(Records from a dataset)
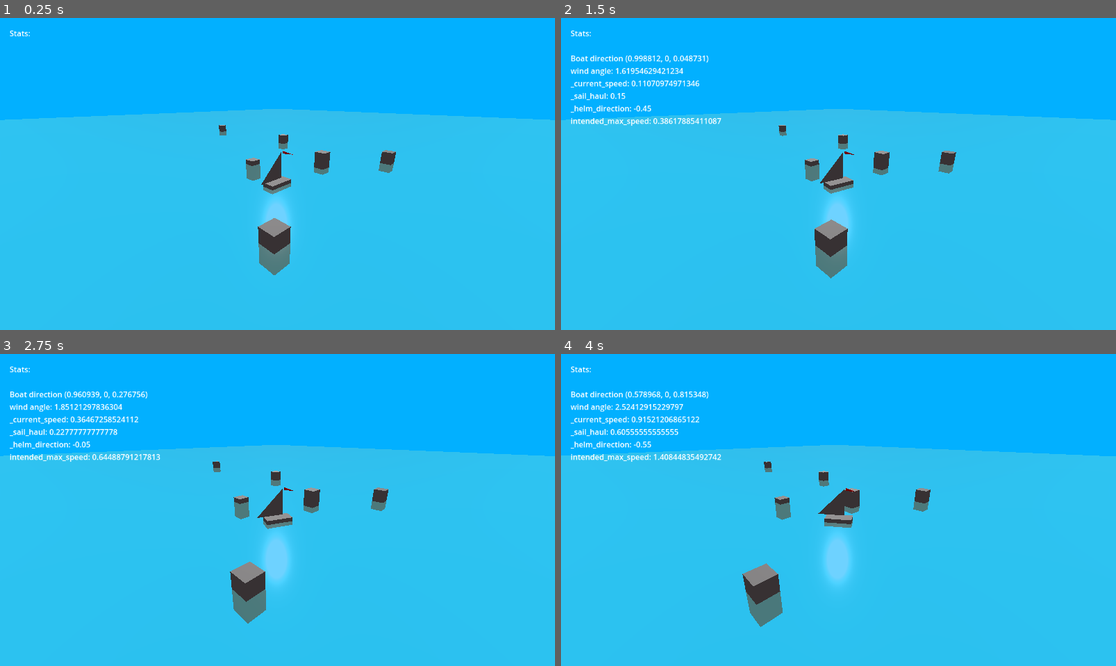
Above: before the commit, frames 1-4 (two rows, left to right).
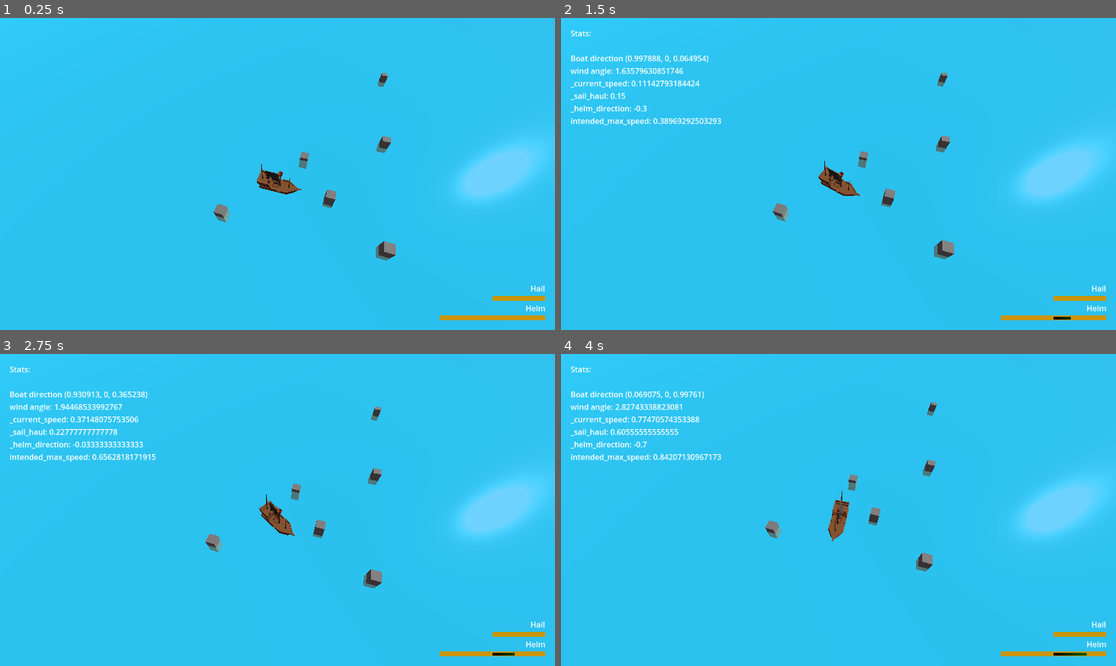
Above: after the commit, the same moments.

Repository: loiclovitana/Crapirate
Game: Godot game, scene res://src/world/map/map_1.tscn
Two runs of this game, one before a commit and one after it. Both use one fixed random seed, a clock stepped at 60 frames per second and the inputs below.
Inputs:
- Up to frame 1 (0.25 s): no input
- Up to frame 2 (1.5 s): tap Enter at 0.5 s; hold Right (p1_helm_right) 0.53-1.28 s; hold Up (p1_haul) 0.53-1.28 s; hold Left (p1_helm_left) from 1.28 s (still down); tap Down (p1_unhaul) at 1.35 s
- Up to frame 3 (2.75 s): release Left (p1_helm_left) at 2.03 s; hold Right (p1_helm_right) from 2.03 s (still down); hold Up (p1_haul) from 2.03 s (still down)
- Up to frame 4 (4 s): release Up (p1_haul) at 2.78 s; tap Down (p1_unhaul) at 2.85 s; release Right (p1_helm_right) at 3.53 s; hold Left (p1_helm_left) from 3.53 s (still down); hold Up (p1_haul) from 3.53 s (still down)

The runs differ from the first frame. In frame 1, 36% of the frame differs, in the area x 0-100%, y 0-97%; in frame 2, 36%; in frame 3, 37%; in frame 4, 37%.

Commit message:
new ship and HUD

Diff:
--- a/project.godot
+++ b/project.godot
@@ -14,6 +14,10 @@
 run/main_scene="res://src/world/map/map_1.tscn"
 config/features=PackedStringArray("4.2", "Forward Plus")
 config/icon="res://icon.svg"
+
+[display]
+
+window/size/mode=3
 
 [file_customization]
 
--- a/src/player/boat.gd
+++ b/src/player/boat.gd
@@ -2,10 +2,10 @@
 
 #Constants
 const TIME_TO_HAUL = 3
-const TIME_TO_HELM = 1
+const TIME_TO_HELM = 1.5
 const TIME_FOR_MAX_SPEED = 5.0
 const LIMIT_ANGLE_FULL_BACK_WIND = PI*0.9
-const TIME_TO_FULLTURN = 2.0
+const TIME_TO_FULLTURN = 1.0
 const SPEED_SCALE = 0.1
 
 # stats
@@ -18,6 +18,8 @@
 
 # state variables
 var _current_speed = 0
+
+@onready var canvas :CanvasLayer = $BoatCanvas
 
 #TODO delete
 var statsDisplayText = "Stats:"
@@ -34,8 +36,7 @@
 
 # Called when the node enters the scene tree for the first time.
 func _ready():
-	if OS.is_debug_build():
-		%StatsDisplay.set_visible(true)
+	canvas.boat = self
 
 
 # Called every frame. 'delta' is the elapsed time since the previous frame.
@@ -75,7 +76,7 @@
 			statsDisplayText += "\n\t_sail_haul: "+str(_sail_haul)
 			statsDisplayText += "\n\t_helm_direction: "+str(_helm_direction)
 			statsDisplayText += "\n\tintended_max_speed: "+str(intended_max_speed)
-			%StatsDisplay.set_text(statsDisplayText)
+			canvas.debug_set_stats(statsDisplayText)
 
 	# Rendring
 	_render(delta)
--- a/src/player/boat.tscn
+++ b/src/player/boat.tscn
@@ -1,13 +1,9 @@
-[gd_scene load_steps=7 format=3 uid="uid://brgh15k8ufvrd"]
+[gd_scene load_steps=8 format=3 uid="uid://brgh15k8ufvrd"]
 
 [ext_resource type="Script" path="res://src/player/boat.gd" id="1_qrajo"]
-
-[sub_resource type="BoxMesh" id="BoxMesh_72un7"]
-size = Vector3(1, 0.3, 0.5)
-
-[sub_resource type="PrismMesh" id="PrismMesh_li4l6"]
-left_to_right = 0.0
-size = Vector3(1, 1, 0.01)
+[ext_resource type="ArrayMesh" uid="uid://brq2a4xqhdyyg" path="res://ressources/3D/boat/ship.obj" id="2_8ouhe"]
+[ext_resource type="ArrayMesh" uid="uid://dnojyu20br1mh" path="res://ressources/3D/boat/sail_left.obj" id="3_8es3d"]
+[ext_resource type="PackedScene" uid="uid://bdd2vi53oum2w" path="res://src/player/boat_canvas.tscn" id="4_qqy8j"]
 
 [sub_resource type="StandardMaterial3D" id="StandardMaterial3D_l3xde"]
 albedo_color = Color(1, 0, 0, 1)
@@ -17,7 +13,7 @@
 size = Vector3(0.1, 0.5, 0.01)
 
 [sub_resource type="BoxShape3D" id="BoxShape3D_nefth"]
-size = Vector3(0.8, 1, 0.4)
+size = Vector3(1.69549, 1.74908, 0.4)
 
 [node name="Boat" type="Area3D"]
 script = ExtResource("1_qrajo")
@@ -25,58 +21,29 @@
 [node name="rendering" type="Node3D" parent="."]
 
 [node name="body" type="MeshInstance3D" parent="rendering"]
-mesh = SubResource("BoxMesh_72un7")
+transform = Transform3D(1, 0, 0, 0, 1, 0, 0, 0, 1, -0.221561, 0, 0)
+mesh = ExtResource("2_8ouhe")
 skeleton = NodePath("../..")
 
 [node name="SailPivot" type="Node3D" parent="rendering"]
-transform = Transform3D(1, 0, 0, 0, 1, 0, 0, 0, 1, 0.26378, 0.72579, 0)
+transform = Transform3D(1, 0, 0, 0, 1, 0, 0, 0, 1, 0.172241, 1.17929, 0)
 
 [node name="sail" type="MeshInstance3D" parent="rendering/SailPivot"]
-transform = Transform3D(-1, 0, 8.74228e-08, 0, 1, 0, -8.74228e-08, 0, -1, -0.569, 0, 0)
-mesh = SubResource("PrismMesh_li4l6")
+transform = Transform3D(-1, 0, 8.74228e-08, 0, 1, 0, -8.74228e-08, 0, -1, -0.0485303, -0.191933, 0)
+mesh = ExtResource("3_8es3d")
 skeleton = NodePath("../../body")
 
 [node name="windPivot" type="Node3D" parent="rendering"]
 unique_name_in_owner = true
-transform = Transform3D(1, 0, 0, 0, 1, 0, 0, 0, 1, 0.205201, 1.2257, 0)
+transform = Transform3D(1, 0, 0, 0, 1, 0, 0, 0, 1, 0.166822, 1.75815, 0.0089255)
 
 [node name="weathercock" type="MeshInstance3D" parent="rendering/windPivot"]
-transform = Transform3D(-4.37114e-08, -1, 0, 1, -4.37114e-08, 0, 0, 0, 1, -0.3, 0, 0)
+transform = Transform3D(-4.37114e-08, -1, 0, 1, -4.37114e-08, 0, 0, 0, 1, -0.253114, -0.048789, 0)
 mesh = SubResource("PrismMesh_wx8c4")
 skeleton = NodePath("../../SailPivot")
 
 [node name="CollisionShape3D" type="CollisionShape3D" parent="."]
+transform = Transform3D(1, 0, 0, 0, 1, 0, 0, 0, 1, 0.0254242, 0.573822, 0)
 shape = SubResource("BoxShape3D_nefth")
 
-[node name="CanvasLayer" type="CanvasLayer" parent="."]
-
-[node name="Control" type="Control" parent="CanvasLayer"]
-layout_mode = 3
-anchors_preset = 15
-anchor_right = 1.0
-anchor_bottom = 1.0
-grow_horizontal = 2
-grow_vertical = 2
-
-[node name="MarginContainer" type="MarginContainer" parent="CanvasLayer/Control"]
-layout_mode = 1
-anchors_preset = 15
-anchor_right = 1.0
-anchor_bottom = 1.0
-grow_horizontal = 2
-grow_vertical = 2
-theme_override_constants/margin_left = 20
-theme_override_constants/margin_top = 20
-theme_override_constants/margin_right = 20
-theme_override_constants/margin_bottom = 20
-
-[node name="VBoxContainer" type="VBoxContainer" parent="CanvasLayer/Control/MarginContainer"]
-layout_mode = 2
-size_flags_horizontal = 0
-
-[node name="StatsDisplay" type="Label" parent="CanvasLayer/Control/MarginContainer/VBoxContainer"]
-unique_name_in_owner = true
-visible = false
-layout_mode = 2
-size_flags_horizontal = 0
-text = "Stats:"
+[node name="BoatCanvas" parent="." instance=ExtResource("4_qqy8j")]
--- /dev/null
+++ b/src/player/boat_canvas.gd
@@ -0,0 +1,24 @@
+extends CanvasLayer
+
+
+var boat : Boat
+
+# Called when the node enters the scene tree for the first time.
+func _ready():
+	pass # Replace with function body.
+
+
+# Called every frame. 'delta' is the elapsed time since the previous frame.
+func _process(delta):
+
+	if 0<boat._helm_direction:
+		%helmLeftView.value = abs(boat._helm_direction)*100
+		%helmRightView.value = 0
+	if boat._helm_direction<0:
+		%helmLeftView.value = 0
+		%helmRightView.value =  abs(boat._helm_direction)*100
+
+
+func debug_set_stats(statsDisplayText):
+	%StatsDisplay.set_visible(true)
+	%StatsDisplay.set_text(statsDisplayText)
--- /dev/null
+++ b/src/player/boat_canvas.tscn
@@ -0,0 +1,109 @@
+[gd_scene load_steps=8 format=3 uid="uid://bdd2vi53oum2w"]
+
+[ext_resource type="Script" path="res://src/player/boat_canvas.gd" id="1_3ssya"]
+
+[sub_resource type="Gradient" id="Gradient_nmc0n"]
+colors = PackedColorArray(0.792157, 0.584314, 0.0470588, 1, 0.792157, 0.584314, 0.0470588, 1)
+
+[sub_resource type="GradientTexture2D" id="GradientTexture2D_43ugg"]
+gradient = SubResource("Gradient_nmc0n")
+width = 110
+height = 10
+fill_from = Vector2(1, 0)
+fill_to = Vector2(0, 0)
+
+[sub_resource type="Gradient" id="Gradient_3xidf"]
+colors = PackedColorArray(0, 0, 0, 1, 0.084, 0.56, 0, 1)
+
+[sub_resource type="GradientTexture2D" id="GradientTexture2D_vsvj5"]
+gradient = SubResource("Gradient_3xidf")
+width = 100
+height = 6
+fill_from = Vector2(1, 0)
+fill_to = Vector2(0, 0)
+
+[sub_resource type="Gradient" id="Gradient_gjcbp"]
+colors = PackedColorArray(0, 0, 0, 1, 0.084, 0.56, 0, 1)
+
+[sub_resource type="GradientTexture2D" id="GradientTexture2D_0jfm1"]
+gradient = SubResource("Gradient_gjcbp")
+width = 100
+height = 6
+
+[node name="BoatCanvas" type="CanvasLayer"]
+script = ExtResource("1_3ssya")
+
+[node name="BoatHUD" type="Control" parent="."]
+layout_mode = 3
+anchors_preset = 15
+anchor_right = 1.0
+anchor_bottom = 1.0
+grow_horizontal = 2
+grow_vertical = 2
+
+[node name="MarginContainer" type="MarginContainer" parent="BoatHUD"]
+layout_mode = 1
+anchors_preset = 15
+anchor_right = 1.0
+anchor_bottom = 1.0
+grow_horizontal = 2
+grow_vertical = 2
+theme_override_constants/margin_left = 20
+theme_override_constants/margin_top = 20
+theme_override_constants/margin_right = 20
+theme_override_constants/margin_bottom = 20
+
+[node name="VBoxContainer" type="VBoxContainer" parent="BoatHUD/MarginContainer"]
+layout_mode = 2
+size_flags_horizontal = 0
+
+[node name="StatsDisplay" type="Label" parent="BoatHUD/MarginContainer/VBoxContainer"]
+unique_name_in_owner = true
+visible = false
+layout_mode = 2
+size_flags_horizontal = 0
+text = "Stats:"
+
+[node name="control" type="VBoxContainer" parent="BoatHUD/MarginContainer"]
+layout_mode = 2
+size_flags_horizontal = 8
+alignment = 2
+
+[node name="HailLabel" type="Label" parent="BoatHUD/MarginContainer/control"]
+layout_mode = 2
+size_flags_horizontal = 8
+text = "Hail"
+
+[node name="hailView" type="TextureProgressBar" parent="BoatHUD/MarginContainer/control"]
+layout_mode = 2
+size_flags_horizontal = 8
+texture_under = SubResource("GradientTexture2D_43ugg")
+texture_progress = SubResource("GradientTexture2D_vsvj5")
+texture_progress_offset = Vector2(5, 2)
+
+[node name="HelmLabel" type="Label" parent="BoatHUD/MarginContainer/control"]
+layout_mode = 2
+size_flags_horizontal = 8
+text = "Helm"
+
+[node name="HBoxContainer" type="HBoxContainer" parent="BoatHUD/MarginContainer/control"]
+layout_mode = 2
+size_flags_horizontal = 8
+theme_override_constants/separation = 0
+
+[node name="helmLeftView" type="TextureProgressBar" parent="BoatHUD/MarginContainer/control/HBoxContainer"]
+unique_name_in_owner = true
+layout_mode = 2
+allow_lesser = true
+fill_mode = 1
+texture_under = SubResource("GradientTexture2D_43ugg")
+texture_progress = SubResource("GradientTexture2D_vsvj5")
+texture_progress_offset = Vector2(10, 2)
+
+[node name="helmRightView" type="TextureProgressBar" parent="BoatHUD/MarginContainer/control/HBoxContainer"]
+unique_name_in_owner = true
+layout_mode = 2
+allow_lesser = true
+texture_under = SubResource("GradientTexture2D_43ugg")
+texture_progress = SubResource("GradientTexture2D_0jfm1")
+texture_progress_offset = Vector2(0, 2)
--- a/src/world/map/map_1.tscn
+++ b/src/world/map/map_1.tscn
@@ -34,7 +34,7 @@
 
 [node name="Camera" type="Camera3D" parent="."]
 unique_name_in_owner = true
-transform = Transform3D(0.707107, 0.241845, -0.664463, 0, 0.939692, 0.342021, 0.707107, -0.241845, 0.664463, -5, 3, 5)
+transform = Transform3D(0.958735, -0.229711, 0.167508, 0, 0.589196, 0.80799, -0.2843, -0.774649, 0.564883, 1.78517, 10, 6)
 environment = SubResource("Environment_gfh1n")
 
 [node name="Boat" parent="." instance=ExtResource("1_7wmm0")]
Not shown, added: ressources/3D/boat/sail_left.mtl
Not shown, added: ressources/3D/boat/sail_left.obj
Not shown, added: ressources/3D/boat/sail_left.obj.import
Not shown, added: ressources/3D/boat/sail_right.mtl
Not shown, added: ressources/3D/boat/sail_right.obj
Not shown, added: ressources/3D/boat/sail_right.obj.import
Not shown, added: ressources/3D/boat/ship.mtl
Not shown, added: ressources/3D/boat/ship.obj
Not shown, added: ressources/3D/boat/ship.obj.import
Not shown, added: ressources/3D/boat/ship_dark.mtl
Not shown, added: ressources/3D/boat/ship_dark.obj
Not shown, added: ressources/3D/boat/ship_dark.obj.import

*Exercise description:* Copy exactly the lines from the first line of the records above through the line with "- Up to frame 1 (0.25 s): no input", both included, and nothing else. Pictures stay out.

*The completed task:*
Above: before the commit, frames 1-4 (two rows, left to right).
Above: after the commit, the same moments.

Repository: loiclovitana/Crapirate
Game: Godot game, scene res://src/world/map/map_1.tscn
Two runs of this game, one before a commit and one after it. Both use one fixed random seed, a clock stepped at 60 frames per second and the inputs below.
Inputs:
- Up to frame 1 (0.25 s): no input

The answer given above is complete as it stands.